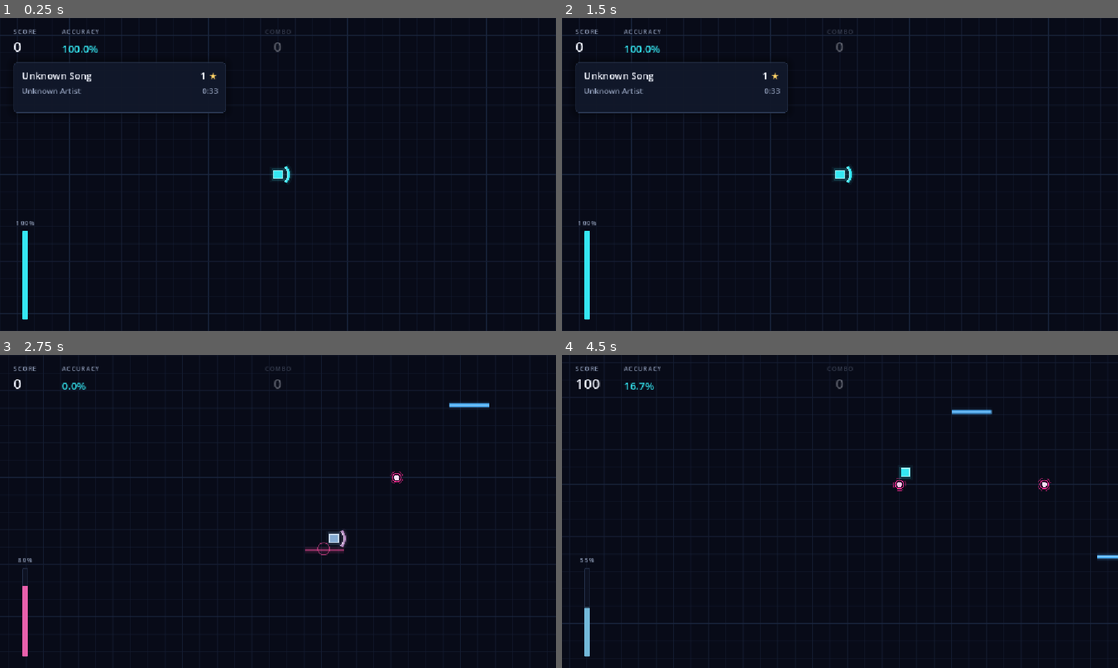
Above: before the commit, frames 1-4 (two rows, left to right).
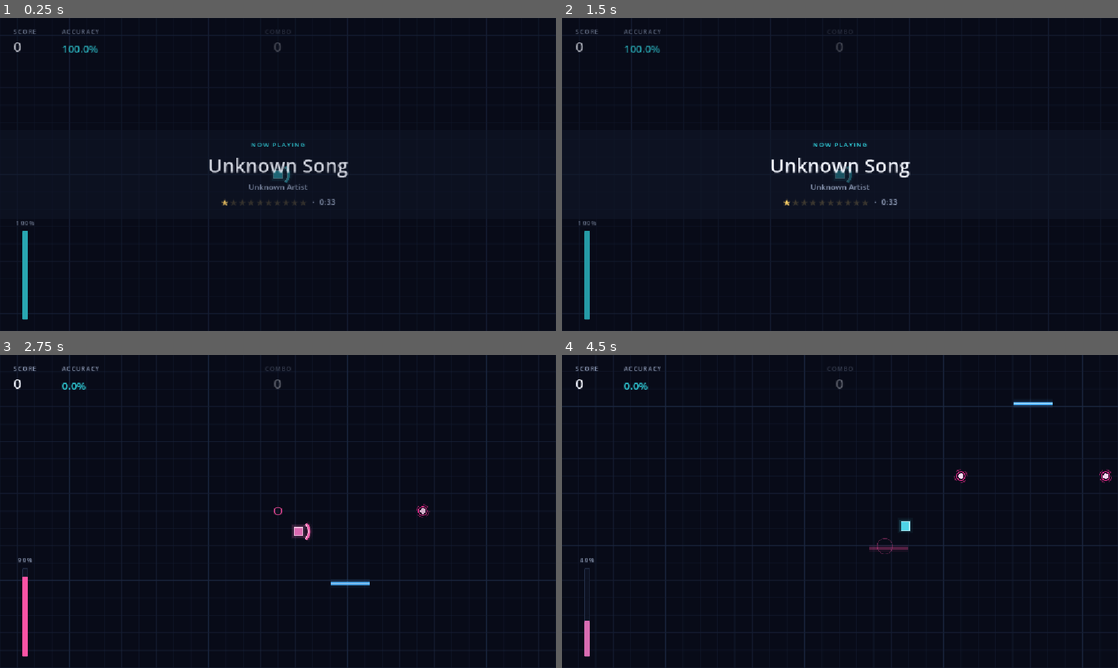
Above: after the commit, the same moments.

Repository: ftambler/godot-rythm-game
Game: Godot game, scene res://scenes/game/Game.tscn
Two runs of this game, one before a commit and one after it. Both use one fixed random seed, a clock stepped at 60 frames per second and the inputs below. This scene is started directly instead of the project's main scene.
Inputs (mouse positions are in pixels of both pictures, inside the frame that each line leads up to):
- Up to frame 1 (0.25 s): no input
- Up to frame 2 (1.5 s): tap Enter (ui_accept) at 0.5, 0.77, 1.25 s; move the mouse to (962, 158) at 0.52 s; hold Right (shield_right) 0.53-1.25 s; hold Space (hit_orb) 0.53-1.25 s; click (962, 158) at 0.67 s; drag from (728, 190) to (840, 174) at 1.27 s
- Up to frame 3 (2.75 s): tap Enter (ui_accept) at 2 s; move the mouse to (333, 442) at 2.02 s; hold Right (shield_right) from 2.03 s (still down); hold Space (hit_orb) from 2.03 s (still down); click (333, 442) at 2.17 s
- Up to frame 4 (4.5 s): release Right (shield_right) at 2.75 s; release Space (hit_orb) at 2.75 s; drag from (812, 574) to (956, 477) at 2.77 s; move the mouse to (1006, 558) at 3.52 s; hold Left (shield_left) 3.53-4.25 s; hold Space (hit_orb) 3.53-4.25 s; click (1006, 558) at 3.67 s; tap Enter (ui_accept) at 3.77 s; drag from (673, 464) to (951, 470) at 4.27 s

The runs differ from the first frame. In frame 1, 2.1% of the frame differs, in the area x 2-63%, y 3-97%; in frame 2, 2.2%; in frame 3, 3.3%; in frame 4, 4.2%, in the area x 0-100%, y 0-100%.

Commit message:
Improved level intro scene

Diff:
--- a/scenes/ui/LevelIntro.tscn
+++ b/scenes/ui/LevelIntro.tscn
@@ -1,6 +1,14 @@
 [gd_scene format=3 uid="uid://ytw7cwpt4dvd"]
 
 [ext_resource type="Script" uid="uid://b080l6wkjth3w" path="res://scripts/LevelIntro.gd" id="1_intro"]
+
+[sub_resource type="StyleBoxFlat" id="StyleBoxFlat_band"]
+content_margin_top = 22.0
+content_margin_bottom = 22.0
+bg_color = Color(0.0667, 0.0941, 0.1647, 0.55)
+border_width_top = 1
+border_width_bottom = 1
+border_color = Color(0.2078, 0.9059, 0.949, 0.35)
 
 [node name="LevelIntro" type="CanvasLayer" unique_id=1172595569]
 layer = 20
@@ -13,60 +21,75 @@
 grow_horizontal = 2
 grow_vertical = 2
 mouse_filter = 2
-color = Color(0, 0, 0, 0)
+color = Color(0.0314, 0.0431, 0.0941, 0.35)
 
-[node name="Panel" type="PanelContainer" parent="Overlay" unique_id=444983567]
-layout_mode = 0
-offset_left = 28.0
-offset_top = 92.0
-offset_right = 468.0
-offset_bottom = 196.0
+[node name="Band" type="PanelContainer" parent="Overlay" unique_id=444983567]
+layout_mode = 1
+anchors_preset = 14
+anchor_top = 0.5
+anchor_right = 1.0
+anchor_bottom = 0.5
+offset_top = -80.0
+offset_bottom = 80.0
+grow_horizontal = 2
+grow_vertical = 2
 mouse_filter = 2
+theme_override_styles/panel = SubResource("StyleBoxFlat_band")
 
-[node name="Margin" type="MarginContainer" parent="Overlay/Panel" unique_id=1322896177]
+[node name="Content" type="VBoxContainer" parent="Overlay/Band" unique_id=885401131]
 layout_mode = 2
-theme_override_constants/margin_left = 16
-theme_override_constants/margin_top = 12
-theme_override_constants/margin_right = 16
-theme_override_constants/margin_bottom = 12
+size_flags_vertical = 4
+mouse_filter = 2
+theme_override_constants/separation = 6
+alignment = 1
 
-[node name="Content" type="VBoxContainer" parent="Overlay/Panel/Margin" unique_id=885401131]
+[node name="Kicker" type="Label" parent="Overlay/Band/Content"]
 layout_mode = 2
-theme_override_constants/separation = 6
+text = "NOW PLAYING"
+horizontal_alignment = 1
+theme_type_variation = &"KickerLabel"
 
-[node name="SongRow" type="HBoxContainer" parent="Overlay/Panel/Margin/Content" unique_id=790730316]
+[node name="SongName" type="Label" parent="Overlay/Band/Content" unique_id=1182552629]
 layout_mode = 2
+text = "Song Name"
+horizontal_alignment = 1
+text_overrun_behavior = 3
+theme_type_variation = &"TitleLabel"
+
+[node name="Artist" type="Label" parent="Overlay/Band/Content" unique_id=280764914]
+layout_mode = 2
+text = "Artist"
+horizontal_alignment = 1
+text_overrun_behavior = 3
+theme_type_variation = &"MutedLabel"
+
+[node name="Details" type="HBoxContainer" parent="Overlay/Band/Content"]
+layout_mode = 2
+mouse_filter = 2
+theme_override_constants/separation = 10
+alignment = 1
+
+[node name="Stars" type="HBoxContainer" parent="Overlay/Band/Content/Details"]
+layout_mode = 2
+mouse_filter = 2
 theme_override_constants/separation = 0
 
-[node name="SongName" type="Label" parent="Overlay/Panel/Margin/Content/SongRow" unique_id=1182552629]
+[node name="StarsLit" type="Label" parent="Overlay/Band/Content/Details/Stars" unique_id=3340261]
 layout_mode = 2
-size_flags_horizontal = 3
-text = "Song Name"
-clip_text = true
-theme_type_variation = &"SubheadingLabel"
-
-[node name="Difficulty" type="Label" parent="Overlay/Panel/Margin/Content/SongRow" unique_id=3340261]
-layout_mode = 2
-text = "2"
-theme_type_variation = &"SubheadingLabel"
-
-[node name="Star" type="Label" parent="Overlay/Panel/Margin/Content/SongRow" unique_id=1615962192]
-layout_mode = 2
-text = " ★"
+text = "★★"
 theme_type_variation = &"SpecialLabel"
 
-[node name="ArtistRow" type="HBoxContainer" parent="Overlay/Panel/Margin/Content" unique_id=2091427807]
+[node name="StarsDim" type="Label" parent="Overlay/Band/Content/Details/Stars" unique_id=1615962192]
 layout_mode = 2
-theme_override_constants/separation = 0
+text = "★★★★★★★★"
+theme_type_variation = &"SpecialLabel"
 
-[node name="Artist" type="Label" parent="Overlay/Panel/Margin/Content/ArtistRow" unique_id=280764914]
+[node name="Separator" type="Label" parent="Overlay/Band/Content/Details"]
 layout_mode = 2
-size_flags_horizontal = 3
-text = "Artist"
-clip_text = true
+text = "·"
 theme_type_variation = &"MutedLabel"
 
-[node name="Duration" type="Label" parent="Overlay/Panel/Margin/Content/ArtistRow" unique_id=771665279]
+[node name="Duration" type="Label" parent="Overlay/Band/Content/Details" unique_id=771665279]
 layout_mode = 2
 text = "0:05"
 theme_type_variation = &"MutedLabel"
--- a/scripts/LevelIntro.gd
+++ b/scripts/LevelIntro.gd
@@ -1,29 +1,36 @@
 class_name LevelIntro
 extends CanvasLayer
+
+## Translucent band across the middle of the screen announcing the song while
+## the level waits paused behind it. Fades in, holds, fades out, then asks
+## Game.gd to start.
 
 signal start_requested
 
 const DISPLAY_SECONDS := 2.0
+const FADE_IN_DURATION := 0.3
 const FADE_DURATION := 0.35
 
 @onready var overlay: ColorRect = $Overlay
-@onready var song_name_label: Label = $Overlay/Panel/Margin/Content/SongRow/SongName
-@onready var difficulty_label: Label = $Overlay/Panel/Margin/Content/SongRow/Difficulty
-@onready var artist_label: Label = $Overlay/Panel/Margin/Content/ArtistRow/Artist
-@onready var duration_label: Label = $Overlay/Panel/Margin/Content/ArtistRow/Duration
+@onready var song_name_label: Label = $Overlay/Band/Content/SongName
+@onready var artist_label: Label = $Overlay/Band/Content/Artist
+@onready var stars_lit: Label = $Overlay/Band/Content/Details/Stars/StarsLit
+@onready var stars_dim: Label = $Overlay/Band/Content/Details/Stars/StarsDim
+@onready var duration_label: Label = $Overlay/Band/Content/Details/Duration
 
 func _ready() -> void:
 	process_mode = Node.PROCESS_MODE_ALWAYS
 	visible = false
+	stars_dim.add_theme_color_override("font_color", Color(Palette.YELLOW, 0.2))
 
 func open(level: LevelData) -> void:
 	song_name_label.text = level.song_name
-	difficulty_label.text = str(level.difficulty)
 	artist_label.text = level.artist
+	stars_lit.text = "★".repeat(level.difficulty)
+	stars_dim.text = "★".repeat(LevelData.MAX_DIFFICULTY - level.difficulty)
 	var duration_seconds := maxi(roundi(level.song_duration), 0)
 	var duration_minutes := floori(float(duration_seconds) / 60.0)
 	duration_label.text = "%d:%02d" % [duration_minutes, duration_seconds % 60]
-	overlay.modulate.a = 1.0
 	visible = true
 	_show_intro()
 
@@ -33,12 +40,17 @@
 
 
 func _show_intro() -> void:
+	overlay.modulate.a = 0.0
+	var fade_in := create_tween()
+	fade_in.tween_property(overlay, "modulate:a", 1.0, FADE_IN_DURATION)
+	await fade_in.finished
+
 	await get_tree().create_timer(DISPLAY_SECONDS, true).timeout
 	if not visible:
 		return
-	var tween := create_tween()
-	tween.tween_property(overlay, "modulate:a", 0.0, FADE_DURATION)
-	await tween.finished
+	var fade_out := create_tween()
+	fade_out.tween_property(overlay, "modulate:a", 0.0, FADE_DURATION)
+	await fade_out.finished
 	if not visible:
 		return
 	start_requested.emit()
____
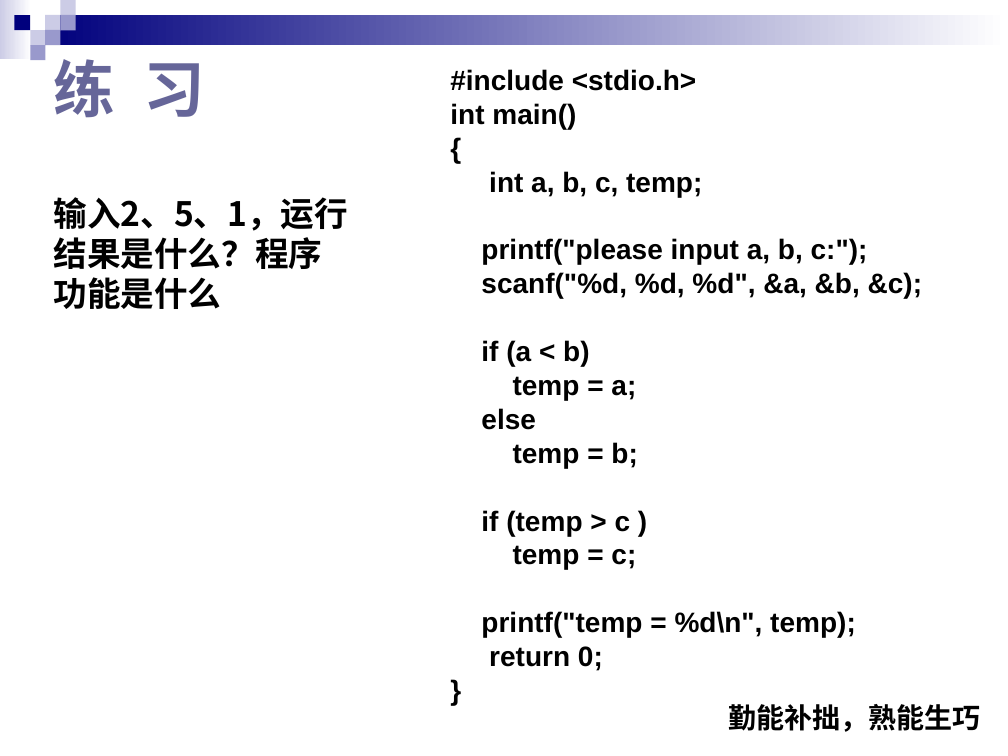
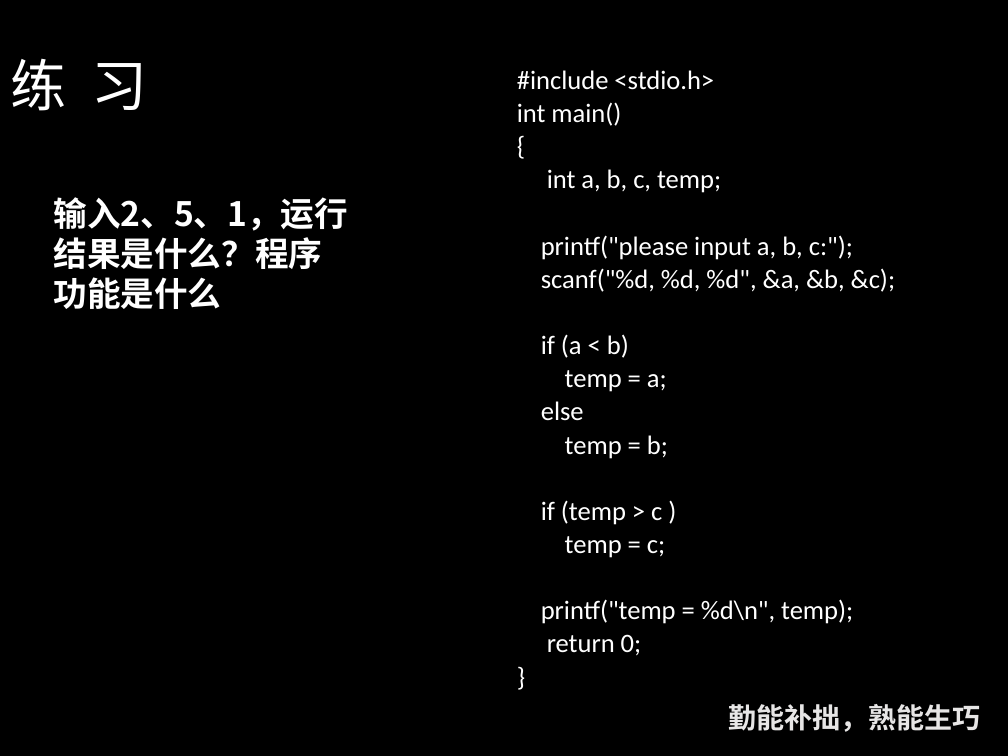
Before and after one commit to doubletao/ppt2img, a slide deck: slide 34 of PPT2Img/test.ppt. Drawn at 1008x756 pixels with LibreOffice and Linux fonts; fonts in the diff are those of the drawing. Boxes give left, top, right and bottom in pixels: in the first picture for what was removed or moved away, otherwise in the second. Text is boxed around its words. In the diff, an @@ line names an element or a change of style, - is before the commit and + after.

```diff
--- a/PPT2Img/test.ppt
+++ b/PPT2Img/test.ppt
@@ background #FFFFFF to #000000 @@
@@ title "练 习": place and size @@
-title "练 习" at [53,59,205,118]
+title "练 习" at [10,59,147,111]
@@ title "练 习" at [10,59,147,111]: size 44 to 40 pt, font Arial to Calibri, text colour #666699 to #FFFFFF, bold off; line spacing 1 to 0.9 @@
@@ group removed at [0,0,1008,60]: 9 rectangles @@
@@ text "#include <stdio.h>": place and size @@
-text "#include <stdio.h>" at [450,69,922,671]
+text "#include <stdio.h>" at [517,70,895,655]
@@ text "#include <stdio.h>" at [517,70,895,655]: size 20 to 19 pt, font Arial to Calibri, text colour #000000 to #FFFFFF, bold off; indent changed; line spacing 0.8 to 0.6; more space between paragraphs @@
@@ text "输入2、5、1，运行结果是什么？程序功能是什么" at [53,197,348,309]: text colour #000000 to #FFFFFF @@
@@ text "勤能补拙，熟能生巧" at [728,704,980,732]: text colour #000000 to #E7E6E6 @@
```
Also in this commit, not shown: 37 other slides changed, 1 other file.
____
Above are the entries. Copy exactly the part that opens with the line containing "Repository: ftambler/godot-rythm-game" and closes with the line containing "- Up to frame 1 (0.25 s): no input", and no more.

● Exercise solution
Repository: ftambler/godot-rythm-game
Game: Godot game, scene res://scenes/game/Game.tscn
Two runs of this game, one before a commit and one after it. Both use one fixed random seed, a clock stepped at 60 frames per second and the inputs below. This scene is started directly instead of the project's main scene.
Inputs (mouse positions are in pixels of both pictures, inside the frame that each line leads up to):
- Up to frame 1 (0.25 s): no input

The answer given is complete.